Airline Traffic Slows

“Combine slowing growth with skyrocketing oil prices and the [airline] industry outlook is grim at best,” said Giovanni Bisignani, director general and CEO of the International Air Transport Association (IATA), as 700 plus airline executives gathered for IATA’s Annual General Meeting being held in Istanbul, June 1-3.

“In 2007 airlines posted a profit of US$5.6 billion," said Bisignani. "This was the first profit after six years in which losses totaled more than US$40 billion. To achieve this, we re-engineered the industry.

“On June 1, the industry will mark a Simplifying the Business milestone, having achieved 100% e-ticketing. It means $3 billion in cost savings and greater convenience everywhere. But there will barely be time to celebrate. Much more change is needed.”

IATA also released international airline traffic data for April.

Year-on-year international passenger demand grew by 3 percent in April. Capacity growth of 5 percent saw load factors fall to 75.4 percent. This is a 1.5-percent drop from the 76.9 percent recorded during the same period last year and the third consecutive monthly year-on-year decline.

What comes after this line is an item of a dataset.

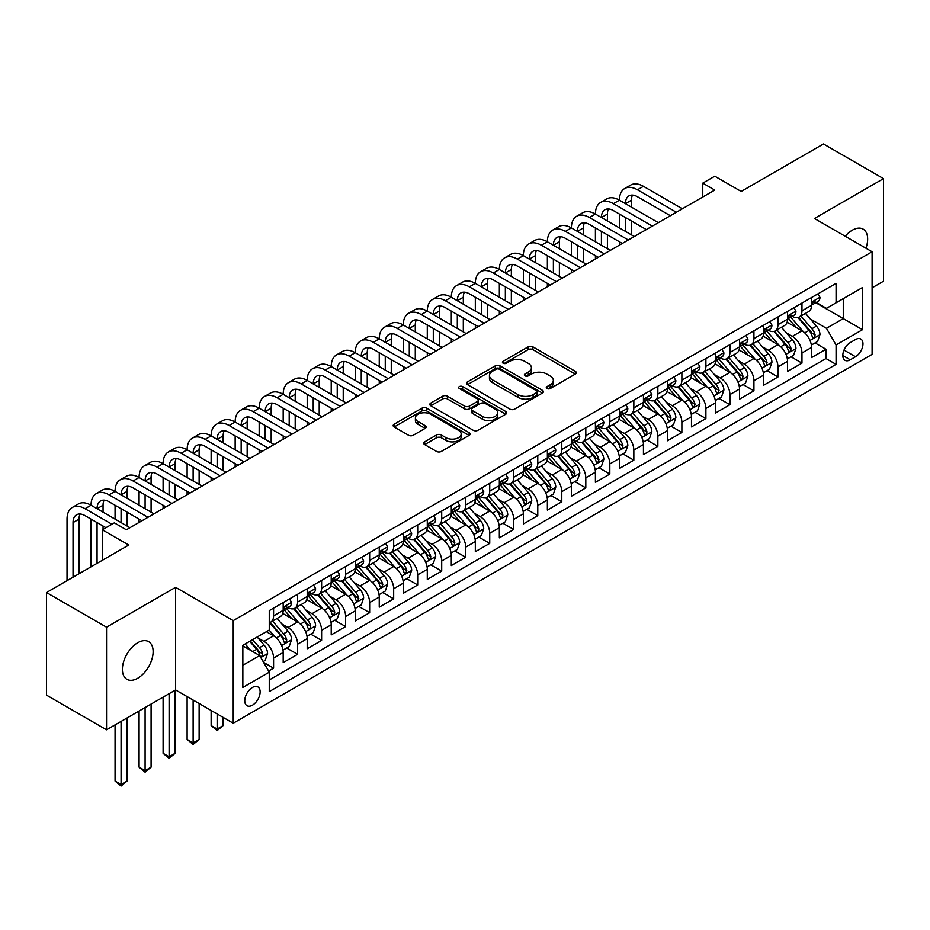 <?xml version="1.0" encoding="UTF-8"?>
<svg xmlns="http://www.w3.org/2000/svg" width="930" height="930" viewBox="0 0 930 930"><rect width="100%" height="100%" fill="white"/><g stroke="black" fill="none" stroke-linecap="round" stroke-linejoin="round"><path stroke-width="1.4" d="M546.968 388.531A2.337 1.349 0 0 0 550.269 388.531L575.31 374.069A3.336 1.93 0 0 0 576.286 372.709A3.336 1.93 0 0 0 575.31 371.349L532.878 346.844A3.336 1.93 0 0 0 528.17 346.844L503.118 361.305A2.337 1.349 0 0 0 502.433 362.258A2.337 1.349 0 0 0 503.118 363.212A2.337 1.349 0 0 0 506.42 363.212L509.663 361.34A10.672 6.161 0 0 1 524.753 361.34L528.287 363.386A10.672 6.161 0 0 1 531.414 367.745A10.672 6.161 0 0 1 528.287 372.093L525.043 373.965A2.337 1.349 0 0 0 524.357 374.918A2.337 1.349 0 0 0 525.043 375.871A2.337 1.349 0 0 0 528.345 375.871L531.588 374A10.672 6.161 0 0 1 546.677 374L550.211 376.046A10.672 6.161 0 0 1 553.327 380.405A10.672 6.161 0 0 1 550.211 384.753L546.968 386.624A2.337 1.349 0 0 0 546.282 387.577A2.337 1.349 0 0 0 546.968 388.531L546.968 386.624M137.768 678.226A21.739 12.555 120 0 0 151.962 659.068A21.739 12.555 120 0 0 148.637 641.654A21.739 12.555 120 0 0 137.768 642.723A21.739 12.555 120 0 0 123.562 661.881A21.739 12.555 120 0 0 126.899 679.307A21.739 12.555 120 0 0 137.768 678.226M865.935 248.217A21.739 12.555 120 0 0 863.145 229.129A21.739 12.555 120 0 0 852.275 230.21A21.739 12.555 120 0 0 845.231 236.255M252.449 705.196A10.869 6.278 120 0 0 259.551 695.617A10.869 6.278 120 0 0 257.877 686.91A10.869 6.278 120 0 0 252.449 687.444A10.869 6.278 120 0 0 245.346 697.023A10.869 6.278 120 0 0 247.008 705.731A10.869 6.278 120 0 0 252.449 705.196M424.673 441.855A3.336 1.93 0 0 0 423.696 443.215A3.336 1.93 0 0 0 424.673 444.575L436.577 451.445A3.336 1.93 0 0 0 441.297 451.445L469.115 435.391A3.336 1.93 0 0 0 470.092 434.019A3.336 1.93 0 0 0 469.115 432.659L426.672 408.165A3.336 1.93 0 0 0 421.964 408.165L394.146 424.22A3.336 1.93 0 0 0 393.169 425.591A3.336 1.93 0 0 0 394.146 426.951L408.526 435.252A3.336 1.93 0 0 0 413.246 435.252L425.15 428.381A3.336 1.93 0 0 0 426.126 427.021A3.336 1.93 0 0 0 425.15 425.649L418.012 421.534A8.916 5.15 0 0 1 415.396 417.896A8.916 5.15 0 0 1 420.906 413.141A8.916 5.15 0 0 1 430.625 414.257L458.56 430.381A8.916 5.15 0 0 1 461.175 434.019A8.916 5.15 0 0 1 455.665 438.786A8.916 5.15 0 0 1 445.947 437.67L441.297 434.973A3.336 1.93 0 0 0 436.577 434.973L424.673 441.855L424.673 444.575M872.096 287.823L883.5 281.232L883.5 178.63L823.457 143.964L741.198 191.452L714.775 176.2L702.766 183.129L714.775 190.069L126.352 529.786L114.344 522.858L102.335 529.786L102.335 560.29M106.543 627.204L106.543 729.806L175.596 689.944L175.596 587.33L106.543 627.204L46.5 592.538L128.759 545.038L102.335 529.786M175.596 587.33L233.232 620.612L872.096 251.774L872.096 354.377L233.232 723.226L233.232 620.612M883.5 178.63L814.448 218.492L872.096 251.774M509.896 409.119A3.336 1.93 0 0 0 514.615 409.119L542.423 393.053A3.336 1.93 0 0 0 543.399 391.693A3.336 1.93 0 0 0 542.423 390.333L499.991 365.839A3.336 1.93 0 0 0 495.283 365.839L467.465 381.893A3.336 1.93 0 0 0 466.488 383.253A3.336 1.93 0 0 0 467.465 384.613L509.896 409.119M460.257 389.031A2.337 1.349 0 0 1 462.629 389.368L462.629 386.589L505.769 411.502A3.336 1.93 0 0 1 506.745 412.862A3.336 1.93 0 0 1 505.769 414.222L477.95 430.288A3.336 1.93 0 0 1 473.242 430.288L430.799 405.782L430.799 403.062A3.336 1.93 0 0 0 429.823 404.422A3.336 1.93 0 0 0 430.799 405.782M430.799 403.062L442.703 396.192A3.336 1.93 0 0 1 447.423 396.192L464.628 406.119A3.336 1.93 0 0 0 469.348 406.119L477.241 401.562A3.336 1.93 0 0 0 478.218 400.202A3.336 1.93 0 0 0 477.241 398.842L459.327 388.496A2.337 1.349 0 0 1 458.641 387.543A2.337 1.349 0 0 1 460.083 386.299A2.337 1.349 0 0 1 462.629 386.589M106.543 729.806L46.5 695.14L46.5 592.538M268.596 671.053L273.583 668.17L263.62 662.416M257.947 637.934L263.981 641.409A13.59 7.847 60 0 1 273.583 658.056L283.185 652.5L283.185 662.625L297.6 654.313L286.673 648.001M281.964 624.065L287.998 627.541A13.59 7.847 60 0 1 297.6 644.188L307.202 638.643L307.202 648.756L321.617 640.444L310.69 634.132M305.982 610.196L312.015 613.684A13.59 7.847 60 0 1 321.617 630.319L331.22 624.774L331.22 634.899L345.635 626.576L334.707 620.264M329.999 596.328L336.032 599.815A13.59 7.847 60 0 1 345.635 616.451L355.237 610.905L355.237 621.031L369.652 612.707L358.724 606.395M354.016 582.471L360.05 585.947A13.59 7.847 60 0 1 369.652 602.582L379.254 597.037L379.254 607.162L393.669 598.839L382.742 592.538M378.033 568.602L384.067 572.078A13.59 7.847 60 0 1 393.669 588.725L403.271 583.168L403.271 593.294L417.686 584.982L406.759 578.669M402.051 554.733L408.084 558.209A13.59 7.847 60 0 1 417.686 574.856L427.289 569.311L427.289 579.425L441.704 571.113L430.776 564.801M426.068 540.865L432.101 544.352A13.59 7.847 60 0 1 441.704 560.988L451.306 555.443L451.306 565.568L465.721 557.244L454.793 550.932M450.085 526.996L456.119 530.484A13.59 7.847 60 0 1 465.721 547.119L475.323 541.574L475.323 551.699L489.738 543.376L478.811 537.063M474.102 513.139L480.136 516.615A13.59 7.847 60 0 1 489.738 533.25L499.34 527.705L499.34 537.831L513.755 529.507L502.828 523.206M498.12 499.271L504.153 502.746A13.59 7.847 60 0 1 513.755 519.393L523.358 513.848L523.358 523.962L537.773 515.65L526.845 509.338M522.137 485.402L528.17 488.878A13.59 7.847 60 0 1 537.773 505.525L547.375 499.98L547.375 510.093L561.79 501.781L550.862 495.469M546.154 471.533L552.188 475.021A13.59 7.847 60 0 1 561.79 491.656L571.392 486.111L571.392 496.236L585.807 487.913L574.88 481.601M570.171 457.665L576.205 461.152A13.59 7.847 60 0 1 585.807 477.788L595.409 472.242L595.409 482.368L609.824 474.044L598.897 467.744M594.189 443.808L600.222 447.284A13.59 7.847 60 0 1 609.824 463.919L619.427 458.374L619.427 468.499L633.842 460.176L622.914 453.875M618.206 429.939L624.239 433.415A13.59 7.847 60 0 1 633.842 450.062L643.444 444.517L643.444 454.631L657.859 446.319L646.931 440.006M642.223 416.07L648.257 419.558A13.59 7.847 60 0 1 657.859 436.193L667.461 430.648L667.461 440.774L681.876 432.45L670.948 426.138M666.24 402.202L672.274 405.689A13.59 7.847 60 0 1 681.876 422.325L691.478 416.779L691.478 426.905L705.893 418.581L694.966 412.269M690.258 388.333L696.291 391.821A13.59 7.847 60 0 1 705.893 408.456L715.496 402.911L715.496 413.036L729.911 404.713L718.983 398.412M714.275 374.476L720.308 377.952A13.59 7.847 60 0 1 729.911 394.599L739.513 389.042L739.513 399.168L753.928 390.844L743 384.543M738.292 360.608L744.326 364.083A13.59 7.847 60 0 1 753.928 380.73L763.53 375.185L763.53 385.299L777.945 376.987L767.018 370.675M762.309 346.739L768.343 350.226A13.59 7.847 60 0 1 777.945 366.862L787.547 361.317L787.547 371.442L801.962 363.119L801.962 352.993A13.59 7.847 -120 0 0 792.36 336.358L786.327 332.87M791.035 356.806L801.962 363.119M283.185 652.5A13.59 7.847 -120 0 0 273.583 635.864L266.375 631.702M307.202 638.643A13.59 7.847 -120 0 0 297.6 621.996L282.743 613.428M331.22 624.774A13.59 7.847 -120 0 0 321.617 608.139L306.761 599.559M355.237 610.905A13.59 7.847 -120 0 0 345.635 594.27L330.778 585.691M379.254 597.037A13.59 7.847 -120 0 0 369.652 580.401L354.795 571.822M403.271 583.168A13.59 7.847 -120 0 0 393.669 566.533L378.812 557.953M427.289 569.311A13.59 7.847 -120 0 0 417.686 552.664L402.829 544.097M451.306 555.443A13.59 7.847 -120 0 0 441.704 538.807L426.847 530.228M475.323 541.574A13.59 7.847 -120 0 0 465.721 524.939L450.864 516.359M499.34 527.705A13.59 7.847 -120 0 0 489.738 511.07L474.881 502.491M523.358 513.848A13.59 7.847 -120 0 0 513.755 497.201L498.899 488.634M547.375 499.98A13.59 7.847 -120 0 0 537.773 483.333L522.916 474.765M571.392 486.111A13.59 7.847 -120 0 0 561.79 469.476L546.933 460.896M595.409 472.242A13.59 7.847 -120 0 0 585.807 455.607L570.95 447.028M619.427 458.374A13.59 7.847 -120 0 0 609.824 441.738L594.968 433.159M643.444 444.517A13.59 7.847 -120 0 0 633.842 427.87L618.985 419.302M667.461 430.648A13.59 7.847 -120 0 0 657.859 414.001L643.002 405.434M691.478 416.779A13.59 7.847 -120 0 0 681.876 400.144L667.019 391.565M715.496 402.911A13.59 7.847 -120 0 0 705.893 386.276L691.037 377.696M739.513 389.042A13.59 7.847 -120 0 0 729.911 372.407L715.054 363.828M763.53 375.185A13.59 7.847 -120 0 0 753.928 358.538L739.071 349.971M787.547 361.317A13.59 7.847 -120 0 0 777.945 344.67L763.088 336.102M855.519 339.543L850.241 342.6A10.532 6.08 120 0 0 843.359 351.877A10.532 6.08 120 0 0 844.975 360.305A10.532 6.08 120 0 0 850.241 359.794L855.519 356.736A10.532 6.08 120 0 0 862.401 347.46A10.532 6.08 120 0 0 860.785 339.02A10.532 6.08 120 0 0 855.519 339.543M242.846 665.264L259.656 655.557L269.258 672.192L269.258 691.606L836.07 364.362L836.07 344.949L826.456 328.313L810.344 319.002M269.258 672.192L242.846 687.444L242.846 645.292L269.258 630.04L269.258 610.626L836.07 283.383L836.07 302.796L862.482 287.544L862.482 329.697L836.07 344.949M287.87 607.511L287.998 607.581A13.59 7.847 60 0 0 294.787 608.255L304.389 602.71A13.59 7.847 -120 0 0 307.202 596.49L307.202 588.725M311.887 593.642L312.015 593.712A13.59 7.847 60 0 0 318.804 594.386L328.406 588.841A13.59 7.847 -120 0 0 331.22 582.622L331.22 574.856M335.904 579.774L336.032 579.843A13.59 7.847 60 0 0 342.821 580.518L352.424 574.973A13.59 7.847 -120 0 0 355.237 568.753L355.237 560.988M359.922 565.905L360.05 565.975A13.59 7.847 60 0 0 366.839 566.649L376.441 561.104A13.59 7.847 -120 0 0 379.254 554.885L379.254 547.119M383.939 552.036L384.067 552.118A13.59 7.847 60 0 0 390.856 552.78L400.458 547.235A13.59 7.847 -120 0 0 403.271 541.016L403.271 533.25M407.956 538.179L408.084 538.249A13.59 7.847 60 0 0 414.873 538.923L424.475 533.378A13.59 7.847 -120 0 0 427.289 527.159L427.289 519.393M431.973 524.311L432.101 524.38A13.59 7.847 60 0 0 438.89 525.055L448.493 519.51A13.59 7.847 -120 0 0 451.306 513.29L451.306 505.525M455.991 510.442L456.119 510.512A13.59 7.847 60 0 0 462.908 511.186L472.51 505.641A13.59 7.847 -120 0 0 475.323 499.422L475.323 491.656M480.008 496.574L480.136 496.643A13.59 7.847 60 0 0 486.925 497.318L496.527 491.772A13.59 7.847 -120 0 0 499.34 485.553L499.34 477.788M504.025 482.705L504.153 482.786A13.59 7.847 60 0 0 510.942 483.461L520.544 477.904A13.59 7.847 -120 0 0 523.358 471.684L523.358 463.919M528.042 468.848L528.17 468.918A13.59 7.847 60 0 0 534.959 469.592L544.562 464.047A13.59 7.847 -120 0 0 547.375 457.827L547.375 450.062M552.06 454.979L552.188 455.049A13.59 7.847 60 0 0 558.976 455.723L568.579 450.178A13.59 7.847 -120 0 0 571.392 443.959L571.392 436.193M576.077 441.111L576.205 441.18A13.59 7.847 60 0 0 582.994 441.855L592.596 436.31A13.59 7.847 -120 0 0 595.409 430.09L595.409 422.325M600.094 427.242L600.222 427.312A13.59 7.847 60 0 0 607.011 427.986L616.613 422.441A13.59 7.847 -120 0 0 619.427 416.222L619.427 408.456M624.111 413.373L624.239 413.455A13.59 7.847 60 0 0 631.028 414.129L640.631 408.572A13.59 7.847 -120 0 0 643.444 402.353L643.444 394.587M648.129 399.516L648.257 399.586A13.59 7.847 60 0 0 655.046 400.26L664.648 394.715A13.59 7.847 -120 0 0 667.461 388.496L667.461 380.73M672.146 385.648L672.274 385.718A13.59 7.847 60 0 0 679.063 386.392L688.665 380.847A13.59 7.847 -120 0 0 691.478 374.627L691.478 366.862M696.163 371.779L696.291 371.849A13.59 7.847 60 0 0 703.08 372.523L712.682 366.978A13.59 7.847 -120 0 0 715.496 360.759L715.496 352.993M720.18 357.911L720.308 357.992A13.59 7.847 60 0 0 727.097 358.654L736.7 353.109A13.59 7.847 -120 0 0 739.513 346.89L739.513 339.125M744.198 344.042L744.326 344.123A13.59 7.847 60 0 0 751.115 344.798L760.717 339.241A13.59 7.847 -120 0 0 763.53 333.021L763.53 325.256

April figures contain several distortions, IATA noted. This includes a 10 precent transatlantic capacity increase with the commencement of the US-EU Open Skies is estimated to have boosted global traffic by about 1 percent. Adjusting for these distortions and leap year, underlying passenger traffic demand increased 4 percent in April and the three previous months.

“The impact of skyrocketing oil prices and weaker economies has made its way to traffic growth," said Bisignani. "At this time last year we were talking about 6.7 percent growth for the first four months of the year. This year it’s 4 percent. There has been a step change downwards.”